Aim of the exercise: An image-free, exact copy of the records below is required.

Records from a collection:
[Start of Attachment]

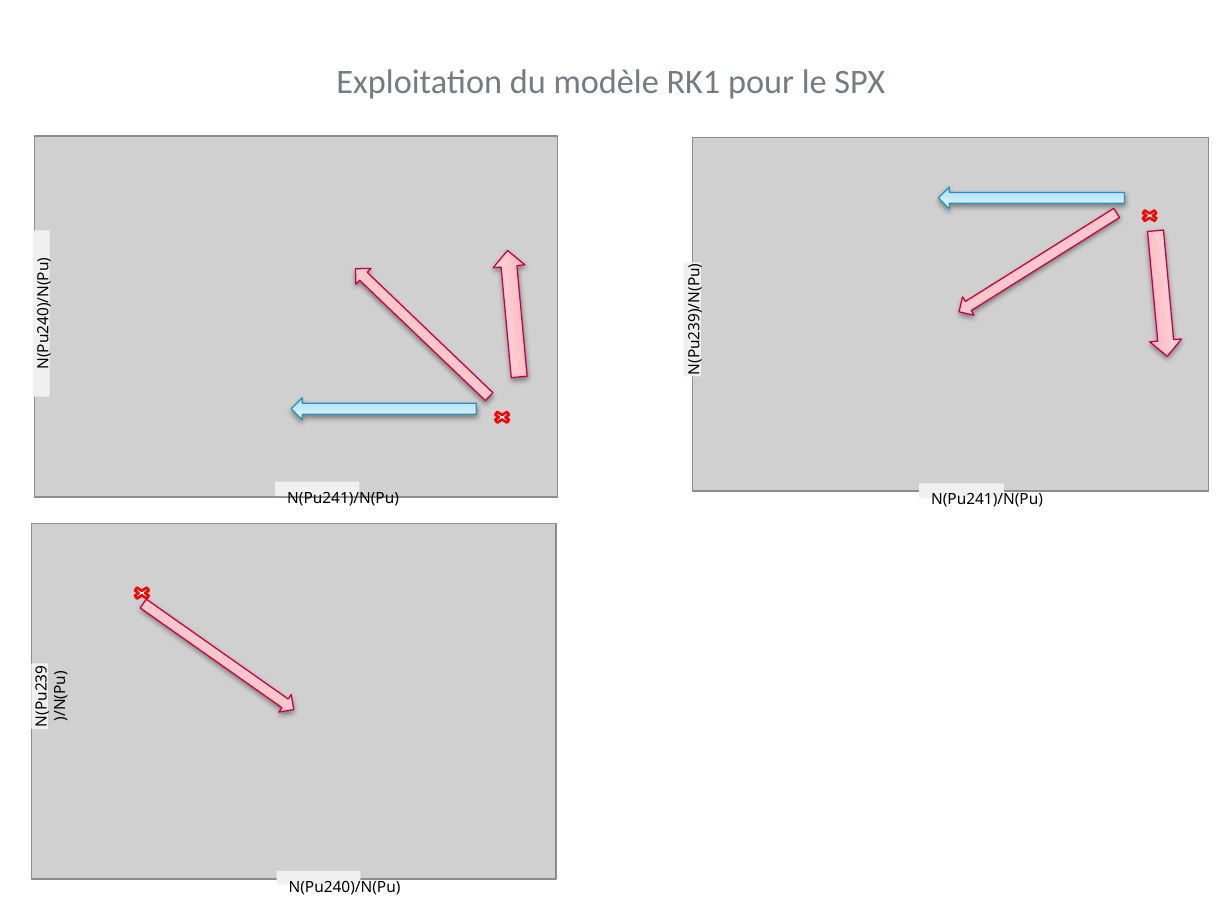
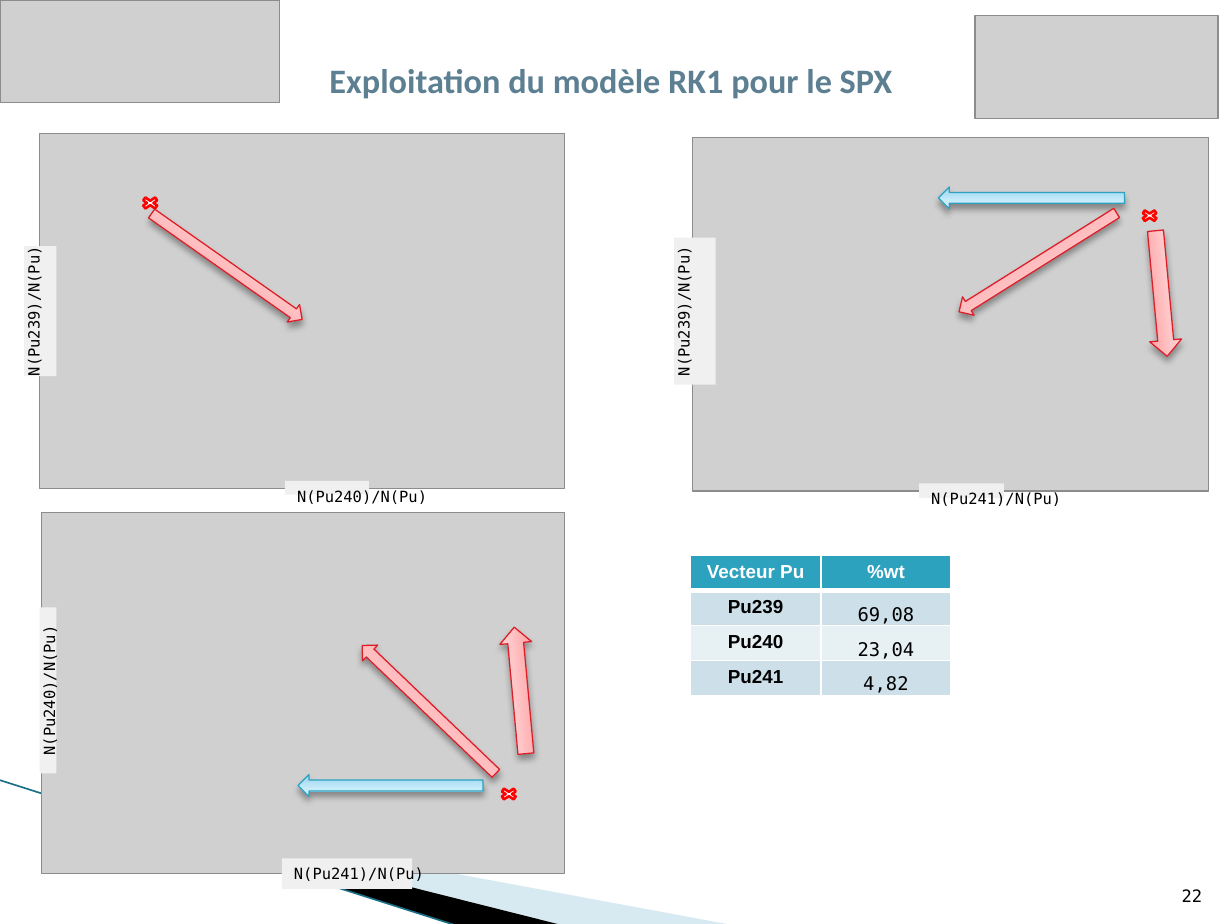
Before and after one commit to phjacquet/physor-smr-fbo, a slide deck: slide 22 of Fabien/ppt soutenance FBO.pptx. Drawn at 1232x924 pixels with LibreOffice and Linux fonts; fonts in the diff are those of the drawing; grey boxes stand for pictures; background and template pictures are left out. Boxes give left, top, right and bottom in pixels: in the first picture for what was removed or moved away, otherwise in the second. Text is boxed around its words. In the diff, an @@ line names an element or a change of style, - is before the commit and + after.

```diff
--- a/Fabien/ppt soutenance FBO.pptx
+++ b/Fabien/ppt soutenance FBO.pptx
@@ picture added at <box>0,0,278,102</box> @@
@@ picture added at <box>975,16,1217,120</box> @@
@@ text "Exploitation du modèle RK1 pour ...": place and size @@
-text "Exploitation du modèle RK1 pour ..." at <box>336,69,885,99</box>
+text "Exploitation du modèle RK1 pour ..." at <box>329,69,893,99</box>
@@ text "Exploitation du modèle RK1 pour ..." at <box>329,69,893,99</box>: text colour #737C82 to #5C7F92, bold on; less space between paragraphs @@
@@ 1 picture, 1 rectangle, 1 cross: place and size @@
-1 picture, 1 rectangle, 1 cross at <box>31,524,556,885</box>
+1 picture, 1 rectangle, 1 cross at <box>39,134,564,494</box>
@@ fill gradient #FFA5AD to #FFBFC5 to #FFE7E9 to gradient #FF9294 to #FFCDCD to #FFDCDC; outline #C70043 0.75 pt to #DA1F28 0.75 pt; shadow changed in 5 elements at <box>1139,229,1182,357</box>, <box>953,204,1123,321</box>, <box>354,638,503,781</box>, <box>499,625,542,755</box>, <box>145,205,307,328</box> @@
@@ right arrow: place and size @@
-right arrow at <box>138,595,300,717</box>
+right arrow at <box>145,205,307,328</box>
@@ right arrow at <box>939,187,1125,209</box>: fill gradient #9FDCFD to #BDE5FC to #E5F5FF to gradient #96D4EE to #C9ECFC to #D7F2FF; outline #2C93B3 0.75 pt to #2DA2BF 0.75 pt; shadow changed @@
@@ rectangle "N(Pu239)/N(Pu)": place and size @@
-rectangle "N(Pu239)/N(Pu)" at <box>684,262,701,377</box>
+rectangle "N(Pu239)/N(Pu)" at <box>674,238,716,384</box>
@@ rectangle "N(Pu239)/N(Pu)": place and size @@
-rectangle "N(Pu239)/N(Pu)" at <box>31,663,48,728</box>
+rectangle "N(Pu239)/N(Pu)" at <box>25,246,57,377</box>
@@ font Noto Sans to DejaVu Sans Mono in 6 elements at <box>919,483,1004,498</box>, <box>674,238,716,384</box>, <box>282,859,413,890</box>, <box>39,607,57,774</box>, <box>25,246,57,377</box>, <box>285,480,368,494</box> @@
@@ table added at <box>691,556,952,700</box>, 4 rows, 2 columns @@
+Vecteur Pu | %wt
+Pu239 | 69,08
+Pu240 | 23,04
+Pu241 | 4,82
@@ 1 picture, 1 cross, 1 right arrow: place and size @@
-1 picture, 1 cross, 1 right arrow at <box>34,136,558,496</box>
+1 picture, 1 cross, 1 right arrow at <box>42,513,565,873</box>
@@ 2 right arrows, 1 rectangle: place and size @@
-2 right arrows, 1 rectangle at <box>33,230,497,420</box>
+2 right arrows, 1 rectangle at <box>39,607,503,797</box>
@@ right arrow at <box>298,775,483,797</box>: fill gradient #9FDCFD to #BDE5FC to #E5F5FF to gradient #96D4EE to #C9ECFC to #D7F2FF; outline #2C93B3 0.75 pt to #2DA2BF 0.75 pt; shadow changed @@
@@ line added from (0, 780) to (457, 924), #97C5D8 0.95 pt @@
@@ freeform shape added at <box>65,800,563,924</box>, fill #000000 @@
@@ freeform shape added at <box>68,801,733,924</box>, fill #A0CBDC at 40% opacity @@
@@ rectangle "N(Pu241)/N(Pu)": place and size @@
-rectangle "N(Pu241)/N(Pu)" at <box>275,482,359,496</box>
+rectangle "N(Pu241)/N(Pu)" at <box>282,859,413,890</box>
@@ page number added at <box>1182,889,1203,902</box>, 10 pt, text #000000 @@
+22
```
Also in this commit, not shown: 18 other slides changed, 4 slides added, 5 slides removed, 2 other files.

[End of Attachment]

Answer for the task:
Before and after one commit to phjacquet/physor-smr-fbo, a slide deck: slide 22 of Fabien/ppt soutenance FBO.pptx. Drawn at 1232x924 pixels with LibreOffice and Linux fonts; fonts in the diff are those of the drawing; grey boxes stand for pictures; background and template pictures are left out. Boxes give left, top, right and bottom in pixels: in the first picture for what was removed or moved away, otherwise in the second. Text is boxed around its words. In the diff, an @@ line names an element or a change of style, - is before the commit and + after.

```diff
--- a/Fabien/ppt soutenance FBO.pptx
+++ b/Fabien/ppt soutenance FBO.pptx
@@ picture added at <box>0,0,278,102</box> @@
@@ picture added at <box>975,16,1217,120</box> @@
@@ text "Exploitation du modèle RK1 pour ...": place and size @@
-text "Exploitation du modèle RK1 pour ..." at <box>336,69,885,99</box>
+text "Exploitation du modèle RK1 pour ..." at <box>329,69,893,99</box>
@@ text "Exploitation du modèle RK1 pour ..." at <box>329,69,893,99</box>: text colour #737C82 to #5C7F92, bold on; less space between paragraphs @@
@@ 1 picture, 1 rectangle, 1 cross: place and size @@
-1 picture, 1 rectangle, 1 cross at <box>31,524,556,885</box>
+1 picture, 1 rectangle, 1 cross at <box>39,134,564,494</box>
@@ fill gradient #FFA5AD to #FFBFC5 to #FFE7E9 to gradient #FF9294 to #FFCDCD to #FFDCDC; outline #C70043 0.75 pt to #DA1F28 0.75 pt; shadow changed in 5 elements at <box>1139,229,1182,357</box>, <box>953,204,1123,321</box>, <box>354,638,503,781</box>, <box>499,625,542,755</box>, <box>145,205,307,328</box> @@
@@ right arrow: place and size @@
-right arrow at <box>138,595,300,717</box>
+right arrow at <box>145,205,307,328</box>
@@ right arrow at <box>939,187,1125,209</box>: fill gradient #9FDCFD to #BDE5FC to #E5F5FF to gradient #96D4EE to #C9ECFC to #D7F2FF; outline #2C93B3 0.75 pt to #2DA2BF 0.75 pt; shadow changed @@
@@ rectangle "N(Pu239)/N(Pu)": place and size @@
-rectangle "N(Pu239)/N(Pu)" at <box>684,262,701,377</box>
+rectangle "N(Pu239)/N(Pu)" at <box>674,238,716,384</box>
@@ rectangle "N(Pu239)/N(Pu)": place and size @@
-rectangle "N(Pu239)/N(Pu)" at <box>31,663,48,728</box>
+rectangle "N(Pu239)/N(Pu)" at <box>25,246,57,377</box>
@@ font Noto Sans to DejaVu Sans Mono in 6 elements at <box>919,483,1004,498</box>, <box>674,238,716,384</box>, <box>282,859,413,890</box>, <box>39,607,57,774</box>, <box>25,246,57,377</box>, <box>285,480,368,494</box> @@
@@ table added at <box>691,556,952,700</box>, 4 rows, 2 columns @@
+Vecteur Pu | %wt
+Pu239 | 69,08
+Pu240 | 23,04
+Pu241 | 4,82
@@ 1 picture, 1 cross, 1 right arrow: place and size @@
-1 picture, 1 cross, 1 right arrow at <box>34,136,558,496</box>
+1 picture, 1 cross, 1 right arrow at <box>42,513,565,873</box>
@@ 2 right arrows, 1 rectangle: place and size @@
-2 right arrows, 1 rectangle at <box>33,230,497,420</box>
+2 right arrows, 1 rectangle at <box>39,607,503,797</box>
@@ right arrow at <box>298,775,483,797</box>: fill gradient #9FDCFD to #BDE5FC to #E5F5FF to gradient #96D4EE to #C9ECFC to #D7F2FF; outline #2C93B3 0.75 pt to #2DA2BF 0.75 pt; shadow changed @@
@@ line added from (0, 780) to (457, 924), #97C5D8 0.95 pt @@
@@ freeform shape added at <box>65,800,563,924</box>, fill #000000 @@
@@ freeform shape added at <box>68,801,733,924</box>, fill #A0CBDC at 40% opacity @@
@@ rectangle "N(Pu241)/N(Pu)": place and size @@
-rectangle "N(Pu241)/N(Pu)" at <box>275,482,359,496</box>
+rectangle "N(Pu241)/N(Pu)" at <box>282,859,413,890</box>
@@ page number added at <box>1182,889,1203,902</box>, 10 pt, text #000000 @@
+22
```
Also in this commit, not shown: 18 other slides changed, 4 slides added, 5 slides removed, 2 other files.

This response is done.